BNEF New Energy Outlook 2025
The 2025 edition presents a new, updated base-case scenario and a deep dive into key trends affecting the energy transition in the next 10 years to support corporations, financial institutions and policymakers navigating the energy transition. This edition includes analysis on data-center power demand, changed policy assumptions in some key geographic areas, and updated cost estimates for both clean and fossil energy.
Speakers

David Hostert
Global Head of Economics & Modeling
BloombergNEF
David Hostert is the Global Head of Economics & Modeling at BloombergNEF, where he serves as the organization's chief economist. Based in London, he leads BNEF's work on energy and climate scenarios and is the lead author of the New Energy Outlook (NEO), the firm's flagship annual analysis of long-term pathways for the global energy economy.
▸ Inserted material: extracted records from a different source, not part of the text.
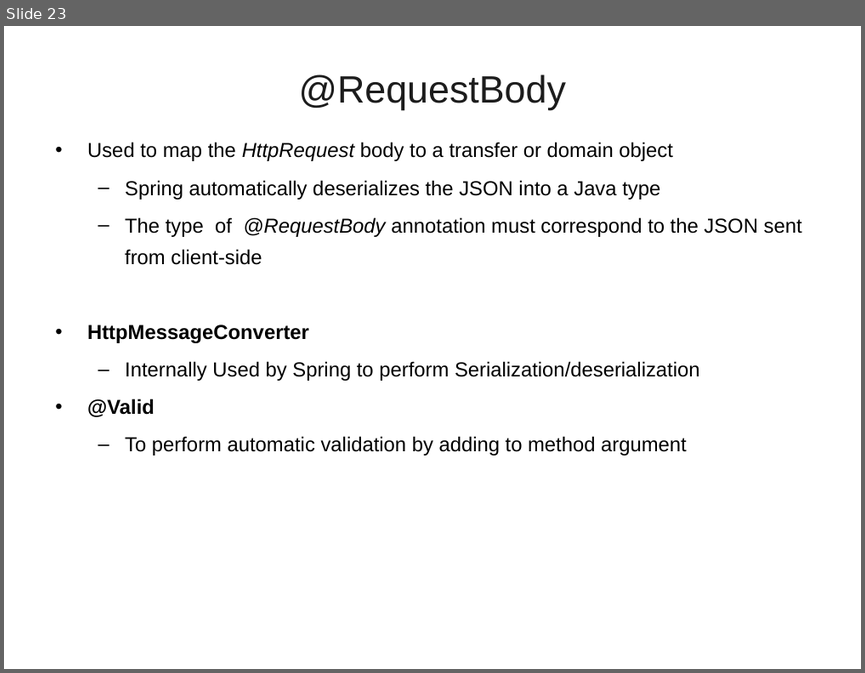
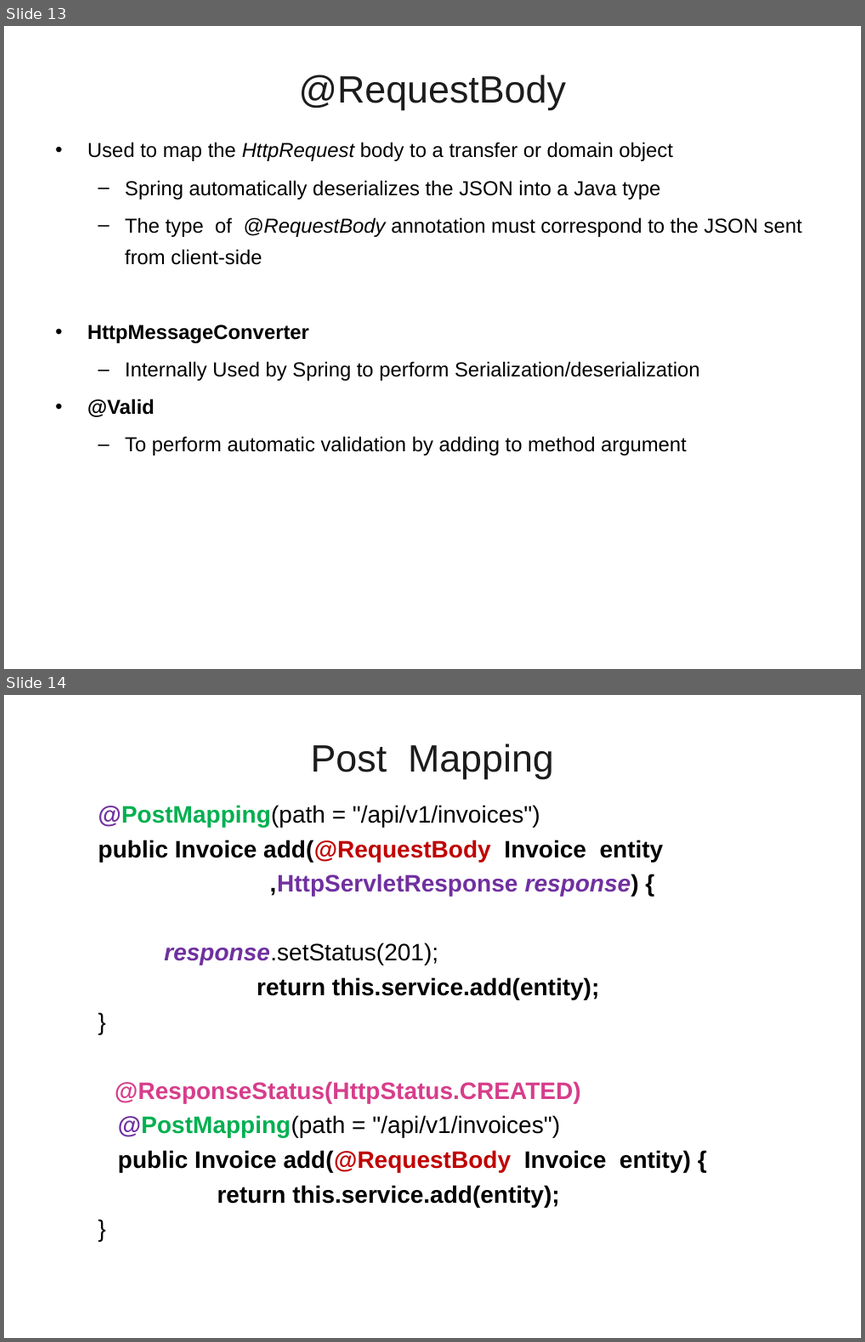
Before and after one commit to vatsanTraining/freshers_dec_2021, a slide deck: SpringBoot_REST.ppt. Shown one above the other, each under a label of ours: slide 23 before the commit, slides 13 and 14 after it. The pictures are 865x673 and 865x1342 pixels, drawn with LibreOffice and Linux fonts; fonts in the diff are those of the drawing; background and template pictures are left out. Boxes give left, top, right and bottom in pixels: in the first picture for what was removed or moved away, otherwise in the second. Text is boxed around its words. In the diff, an @@ line names an element or a change of style, - is before the commit and + after.

```diff
--- a/SpringBoot_REST.ppt
+++ b/SpringBoot_REST.ppt
@@ slide 14 added at <box>4,695,861,1338</box>, background picture (left out) @@
@@ title added at <box>311,743,554,779</box>, 32 pt, text #1C1C1C @@
+Post Mapping
@@ text added at <box>98,805,691,1207</box>, 20 pt, text #000000, bold @@
+  @PostMapping(path = "/api/v1/invoices")
+  public Invoice add(@RequestBody Invoice entity
+  ,HttpServletResponse response) {
+  response.setStatus(201);
+  return this.service.add(entity);
+  }
+@ResponseStatus(HttpStatus.CREATED)
+  @PostMapping(path = "/api/v1/invoices")
+  public Invoice add(@RequestBody Invoice entity) {
+  return this.service.add(entity);
+  }
@@ what was slide 23 is now slide 13 @@
```
Also in this commit, not shown: 62 other slides added.

His teams produce independent, credible scenarios grounded in real-world sector and country transitions across electricity, industry, buildings and transport through 2050. Over his 14-year tenure at BloombergNEF, David has held several key leadership roles. He previously served as Head of Research for EMEA, overseeing policy, carbon, power and gas analysis, and earlier led the global wind energy research team. He began his career with internships at New Energy Finance and the Association of German Banks, contributing to research on biofuels and financial strategies. David holds an MPhil in Environmental Policy from the University of Cambridge and a BA in Philosophy and Economics from the University of Bayreuth.

Matthias Kimmel
Head of Energy Economics
BloombergNEF
Matthias Kimmel is the head of Energy Economics at BloombergNEF. He leads the analysis for the New Energy Outlook, BloombergNEF’s long-term analysis of the global energy sector, focusing on power and industry. Before joining BloombergNEF, Matthias worked at the Environment Directorate of the Organisation for Economic Co-operation and Development (OECD). Matthias has a Master of Public Policy from Duke University, with a specialization in energy and climate change economics.